##### LISTED ENTRIES #####

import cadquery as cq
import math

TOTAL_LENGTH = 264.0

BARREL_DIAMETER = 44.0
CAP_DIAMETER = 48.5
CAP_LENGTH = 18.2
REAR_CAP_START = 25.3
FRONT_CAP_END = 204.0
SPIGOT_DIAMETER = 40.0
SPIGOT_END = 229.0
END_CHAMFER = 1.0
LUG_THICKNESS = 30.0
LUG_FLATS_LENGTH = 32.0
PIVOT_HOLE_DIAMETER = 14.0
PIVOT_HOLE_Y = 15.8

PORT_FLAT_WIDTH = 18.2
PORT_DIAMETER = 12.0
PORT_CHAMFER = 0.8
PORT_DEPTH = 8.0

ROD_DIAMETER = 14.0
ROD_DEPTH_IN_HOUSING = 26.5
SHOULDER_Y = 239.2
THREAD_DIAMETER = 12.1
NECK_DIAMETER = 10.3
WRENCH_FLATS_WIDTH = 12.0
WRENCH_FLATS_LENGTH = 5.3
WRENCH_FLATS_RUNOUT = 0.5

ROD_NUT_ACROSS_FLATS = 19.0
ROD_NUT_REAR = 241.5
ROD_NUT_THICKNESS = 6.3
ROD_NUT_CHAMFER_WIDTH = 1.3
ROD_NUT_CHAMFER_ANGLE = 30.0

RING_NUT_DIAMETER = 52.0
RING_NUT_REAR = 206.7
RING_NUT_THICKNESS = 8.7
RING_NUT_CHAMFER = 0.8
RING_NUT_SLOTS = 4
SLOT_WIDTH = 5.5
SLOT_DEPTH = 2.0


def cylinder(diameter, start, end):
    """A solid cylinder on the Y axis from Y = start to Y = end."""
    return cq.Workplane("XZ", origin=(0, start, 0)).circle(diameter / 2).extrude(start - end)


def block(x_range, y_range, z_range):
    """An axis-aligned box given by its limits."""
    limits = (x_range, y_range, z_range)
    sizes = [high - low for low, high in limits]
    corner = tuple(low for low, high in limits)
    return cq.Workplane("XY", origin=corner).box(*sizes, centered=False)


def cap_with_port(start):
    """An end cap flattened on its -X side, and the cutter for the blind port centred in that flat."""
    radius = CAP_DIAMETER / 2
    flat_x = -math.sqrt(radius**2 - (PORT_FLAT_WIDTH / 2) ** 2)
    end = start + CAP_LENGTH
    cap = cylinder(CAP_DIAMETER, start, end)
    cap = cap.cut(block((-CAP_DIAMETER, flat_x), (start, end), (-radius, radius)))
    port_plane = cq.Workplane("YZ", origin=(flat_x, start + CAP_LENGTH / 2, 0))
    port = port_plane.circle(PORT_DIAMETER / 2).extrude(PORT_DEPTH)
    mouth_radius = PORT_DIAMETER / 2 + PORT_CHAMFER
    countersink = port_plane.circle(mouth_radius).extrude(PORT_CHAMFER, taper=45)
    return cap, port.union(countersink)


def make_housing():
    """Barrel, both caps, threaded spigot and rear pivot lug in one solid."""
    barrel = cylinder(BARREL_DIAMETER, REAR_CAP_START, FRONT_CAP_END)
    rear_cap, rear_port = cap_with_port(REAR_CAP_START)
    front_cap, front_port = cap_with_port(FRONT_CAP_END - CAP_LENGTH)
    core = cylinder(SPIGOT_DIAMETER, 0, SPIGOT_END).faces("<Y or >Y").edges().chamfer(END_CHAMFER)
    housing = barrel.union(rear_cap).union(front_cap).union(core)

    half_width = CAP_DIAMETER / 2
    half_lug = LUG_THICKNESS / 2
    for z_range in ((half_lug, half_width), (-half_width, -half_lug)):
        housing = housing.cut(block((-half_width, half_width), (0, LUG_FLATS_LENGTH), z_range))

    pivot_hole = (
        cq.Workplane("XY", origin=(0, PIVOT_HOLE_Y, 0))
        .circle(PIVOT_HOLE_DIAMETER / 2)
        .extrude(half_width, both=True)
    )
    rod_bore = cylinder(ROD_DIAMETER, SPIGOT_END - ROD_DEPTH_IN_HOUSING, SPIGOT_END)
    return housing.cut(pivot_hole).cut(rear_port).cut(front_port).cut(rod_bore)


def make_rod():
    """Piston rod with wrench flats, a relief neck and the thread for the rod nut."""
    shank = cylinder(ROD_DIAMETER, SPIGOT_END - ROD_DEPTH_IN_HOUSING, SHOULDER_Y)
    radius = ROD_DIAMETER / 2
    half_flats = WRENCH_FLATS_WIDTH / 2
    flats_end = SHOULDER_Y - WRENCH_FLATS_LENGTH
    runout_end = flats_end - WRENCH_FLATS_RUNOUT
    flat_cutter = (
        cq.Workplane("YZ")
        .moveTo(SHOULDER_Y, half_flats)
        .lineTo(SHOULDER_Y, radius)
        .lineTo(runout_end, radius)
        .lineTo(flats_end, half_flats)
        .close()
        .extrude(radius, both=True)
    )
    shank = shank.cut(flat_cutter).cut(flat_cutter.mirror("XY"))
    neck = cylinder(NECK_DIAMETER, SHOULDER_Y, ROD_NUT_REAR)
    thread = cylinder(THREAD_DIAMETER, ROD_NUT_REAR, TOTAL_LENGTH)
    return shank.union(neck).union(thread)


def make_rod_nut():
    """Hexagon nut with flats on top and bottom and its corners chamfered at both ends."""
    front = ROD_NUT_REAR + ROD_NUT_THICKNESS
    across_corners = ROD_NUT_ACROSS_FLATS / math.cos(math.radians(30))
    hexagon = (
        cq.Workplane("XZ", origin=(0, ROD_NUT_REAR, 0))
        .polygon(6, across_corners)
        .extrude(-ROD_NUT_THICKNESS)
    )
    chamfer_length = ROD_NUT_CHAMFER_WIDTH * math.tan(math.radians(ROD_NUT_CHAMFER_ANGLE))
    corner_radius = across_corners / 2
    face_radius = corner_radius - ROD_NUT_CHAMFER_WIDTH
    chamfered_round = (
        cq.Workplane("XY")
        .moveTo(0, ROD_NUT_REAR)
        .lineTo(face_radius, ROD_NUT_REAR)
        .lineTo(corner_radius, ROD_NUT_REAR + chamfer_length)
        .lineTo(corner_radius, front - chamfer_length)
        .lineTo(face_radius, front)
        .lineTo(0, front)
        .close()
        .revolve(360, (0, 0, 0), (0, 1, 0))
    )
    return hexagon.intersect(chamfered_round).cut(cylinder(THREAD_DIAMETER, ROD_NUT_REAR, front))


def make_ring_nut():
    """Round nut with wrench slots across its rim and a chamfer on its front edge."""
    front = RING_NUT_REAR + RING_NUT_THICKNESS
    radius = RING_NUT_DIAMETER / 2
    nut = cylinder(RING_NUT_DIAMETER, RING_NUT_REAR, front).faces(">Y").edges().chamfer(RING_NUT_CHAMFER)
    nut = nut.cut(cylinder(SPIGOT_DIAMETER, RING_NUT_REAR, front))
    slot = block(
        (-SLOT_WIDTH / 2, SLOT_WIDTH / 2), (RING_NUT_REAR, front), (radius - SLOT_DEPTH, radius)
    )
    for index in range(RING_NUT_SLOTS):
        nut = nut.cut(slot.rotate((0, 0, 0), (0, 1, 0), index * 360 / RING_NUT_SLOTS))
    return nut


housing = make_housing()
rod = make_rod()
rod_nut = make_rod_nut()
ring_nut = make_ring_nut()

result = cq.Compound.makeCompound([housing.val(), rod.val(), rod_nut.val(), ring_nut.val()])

#####
##### LISTED ENTRIES #####

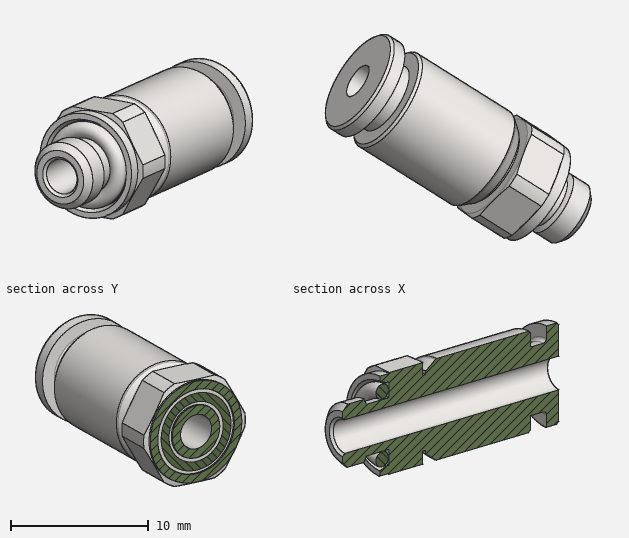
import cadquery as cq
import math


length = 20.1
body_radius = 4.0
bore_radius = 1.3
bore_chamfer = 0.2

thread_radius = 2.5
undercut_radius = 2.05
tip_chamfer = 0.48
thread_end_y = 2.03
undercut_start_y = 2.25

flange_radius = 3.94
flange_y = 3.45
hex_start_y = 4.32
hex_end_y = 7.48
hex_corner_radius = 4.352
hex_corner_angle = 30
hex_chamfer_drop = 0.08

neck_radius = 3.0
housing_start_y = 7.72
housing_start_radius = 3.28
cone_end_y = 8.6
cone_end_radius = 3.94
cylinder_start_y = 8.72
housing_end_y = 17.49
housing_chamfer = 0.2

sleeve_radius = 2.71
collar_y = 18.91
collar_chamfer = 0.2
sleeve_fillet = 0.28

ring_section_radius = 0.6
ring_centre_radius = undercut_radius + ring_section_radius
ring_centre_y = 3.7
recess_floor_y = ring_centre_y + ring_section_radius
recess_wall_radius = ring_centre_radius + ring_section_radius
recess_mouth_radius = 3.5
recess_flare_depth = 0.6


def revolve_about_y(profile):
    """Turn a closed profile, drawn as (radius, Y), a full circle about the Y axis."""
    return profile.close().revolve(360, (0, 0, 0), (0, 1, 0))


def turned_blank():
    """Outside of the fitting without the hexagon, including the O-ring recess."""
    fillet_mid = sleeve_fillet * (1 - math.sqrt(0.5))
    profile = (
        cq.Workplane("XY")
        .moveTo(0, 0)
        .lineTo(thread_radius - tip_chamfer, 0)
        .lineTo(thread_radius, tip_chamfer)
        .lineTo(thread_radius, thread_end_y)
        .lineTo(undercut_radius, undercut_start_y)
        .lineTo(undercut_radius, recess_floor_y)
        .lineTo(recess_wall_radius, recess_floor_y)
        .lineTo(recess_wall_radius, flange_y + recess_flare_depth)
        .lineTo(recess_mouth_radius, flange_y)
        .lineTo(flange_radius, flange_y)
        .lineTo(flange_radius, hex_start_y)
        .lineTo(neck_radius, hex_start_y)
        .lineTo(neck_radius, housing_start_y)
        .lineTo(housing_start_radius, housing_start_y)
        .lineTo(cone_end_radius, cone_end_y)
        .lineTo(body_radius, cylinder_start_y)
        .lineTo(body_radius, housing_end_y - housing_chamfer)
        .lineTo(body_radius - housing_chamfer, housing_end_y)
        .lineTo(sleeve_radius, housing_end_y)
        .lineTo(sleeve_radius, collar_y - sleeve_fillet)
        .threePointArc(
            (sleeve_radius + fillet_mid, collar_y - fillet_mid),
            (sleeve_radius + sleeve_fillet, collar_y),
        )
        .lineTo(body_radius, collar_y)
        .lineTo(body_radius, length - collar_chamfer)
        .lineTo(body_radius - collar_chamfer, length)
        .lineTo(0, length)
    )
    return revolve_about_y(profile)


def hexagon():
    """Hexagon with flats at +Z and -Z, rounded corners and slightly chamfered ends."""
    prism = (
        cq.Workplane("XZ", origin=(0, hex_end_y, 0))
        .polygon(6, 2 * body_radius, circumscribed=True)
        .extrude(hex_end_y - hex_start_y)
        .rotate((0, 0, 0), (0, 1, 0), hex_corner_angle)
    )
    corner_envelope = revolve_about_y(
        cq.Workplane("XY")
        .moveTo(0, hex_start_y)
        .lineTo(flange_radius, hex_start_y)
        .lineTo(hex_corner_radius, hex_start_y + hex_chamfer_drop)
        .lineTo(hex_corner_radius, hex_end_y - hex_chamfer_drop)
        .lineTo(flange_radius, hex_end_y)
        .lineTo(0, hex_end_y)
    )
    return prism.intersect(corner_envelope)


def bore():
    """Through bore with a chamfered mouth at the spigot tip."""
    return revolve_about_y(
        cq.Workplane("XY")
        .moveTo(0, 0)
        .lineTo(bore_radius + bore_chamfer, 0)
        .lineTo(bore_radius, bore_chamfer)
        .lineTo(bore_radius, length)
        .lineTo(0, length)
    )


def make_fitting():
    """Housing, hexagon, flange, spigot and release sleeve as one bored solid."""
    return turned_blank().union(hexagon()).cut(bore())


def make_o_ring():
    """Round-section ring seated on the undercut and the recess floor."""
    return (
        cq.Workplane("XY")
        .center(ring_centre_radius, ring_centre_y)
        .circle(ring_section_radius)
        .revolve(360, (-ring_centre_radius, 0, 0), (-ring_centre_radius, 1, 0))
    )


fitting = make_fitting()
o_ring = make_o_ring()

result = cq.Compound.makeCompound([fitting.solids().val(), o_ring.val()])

#####
##### LISTED ENTRIES #####

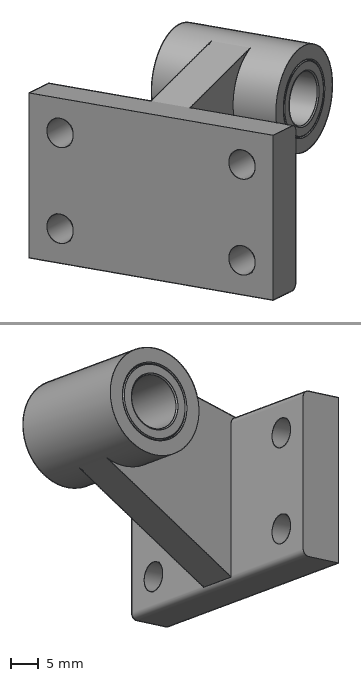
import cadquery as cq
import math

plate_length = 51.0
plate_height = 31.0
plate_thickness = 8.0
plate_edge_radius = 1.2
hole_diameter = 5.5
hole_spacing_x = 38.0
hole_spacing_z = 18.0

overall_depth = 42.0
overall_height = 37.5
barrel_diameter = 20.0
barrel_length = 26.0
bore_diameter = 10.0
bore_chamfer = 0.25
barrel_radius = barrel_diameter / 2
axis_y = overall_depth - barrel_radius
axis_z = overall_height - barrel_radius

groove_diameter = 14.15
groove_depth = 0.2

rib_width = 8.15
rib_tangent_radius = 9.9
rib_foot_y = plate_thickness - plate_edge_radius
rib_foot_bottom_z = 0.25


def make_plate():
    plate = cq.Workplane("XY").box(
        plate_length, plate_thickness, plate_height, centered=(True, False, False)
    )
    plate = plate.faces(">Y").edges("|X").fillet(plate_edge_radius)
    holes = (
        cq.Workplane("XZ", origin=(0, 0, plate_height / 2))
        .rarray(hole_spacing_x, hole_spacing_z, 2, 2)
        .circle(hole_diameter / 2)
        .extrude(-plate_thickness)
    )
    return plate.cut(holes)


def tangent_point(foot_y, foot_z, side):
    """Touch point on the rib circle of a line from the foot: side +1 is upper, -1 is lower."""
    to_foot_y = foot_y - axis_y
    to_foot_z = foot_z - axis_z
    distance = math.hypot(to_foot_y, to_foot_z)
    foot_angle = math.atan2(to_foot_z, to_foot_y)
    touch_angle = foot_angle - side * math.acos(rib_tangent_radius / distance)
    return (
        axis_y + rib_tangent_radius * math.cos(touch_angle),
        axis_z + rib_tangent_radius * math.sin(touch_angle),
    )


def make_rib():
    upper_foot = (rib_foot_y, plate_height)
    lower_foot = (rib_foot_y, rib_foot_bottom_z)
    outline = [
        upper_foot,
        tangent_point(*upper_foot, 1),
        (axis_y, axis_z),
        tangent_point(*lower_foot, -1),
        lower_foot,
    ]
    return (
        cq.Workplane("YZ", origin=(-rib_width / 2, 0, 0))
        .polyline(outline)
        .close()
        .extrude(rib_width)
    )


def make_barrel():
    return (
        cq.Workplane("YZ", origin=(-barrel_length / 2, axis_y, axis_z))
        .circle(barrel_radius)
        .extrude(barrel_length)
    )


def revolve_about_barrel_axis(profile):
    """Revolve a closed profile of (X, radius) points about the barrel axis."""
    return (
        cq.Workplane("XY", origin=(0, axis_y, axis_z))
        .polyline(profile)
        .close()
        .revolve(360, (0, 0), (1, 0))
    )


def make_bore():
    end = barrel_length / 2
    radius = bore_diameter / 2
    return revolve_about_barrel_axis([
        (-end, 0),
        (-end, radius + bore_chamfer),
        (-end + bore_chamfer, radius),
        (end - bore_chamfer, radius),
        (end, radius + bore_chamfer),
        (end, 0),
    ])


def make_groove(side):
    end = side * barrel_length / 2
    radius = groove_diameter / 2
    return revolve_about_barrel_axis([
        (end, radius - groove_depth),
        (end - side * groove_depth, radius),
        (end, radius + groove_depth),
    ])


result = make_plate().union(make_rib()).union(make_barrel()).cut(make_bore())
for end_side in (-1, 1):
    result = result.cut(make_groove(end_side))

#####

**WHAT NEEDS TO BE DONE**.
Filter the data down to the lines that contain the string "block", and copy them.

**REPLY TO THE EXERCISE**.
def block(x_range, y_range, z_range):
    cap = cap.cut(block((-CAP_DIAMETER, flat_x), (start, end), (-radius, radius)))
        housing = housing.cut(block((-half_width, half_width), (0, LUG_FLATS_LENGTH), z_range))
    slot = block(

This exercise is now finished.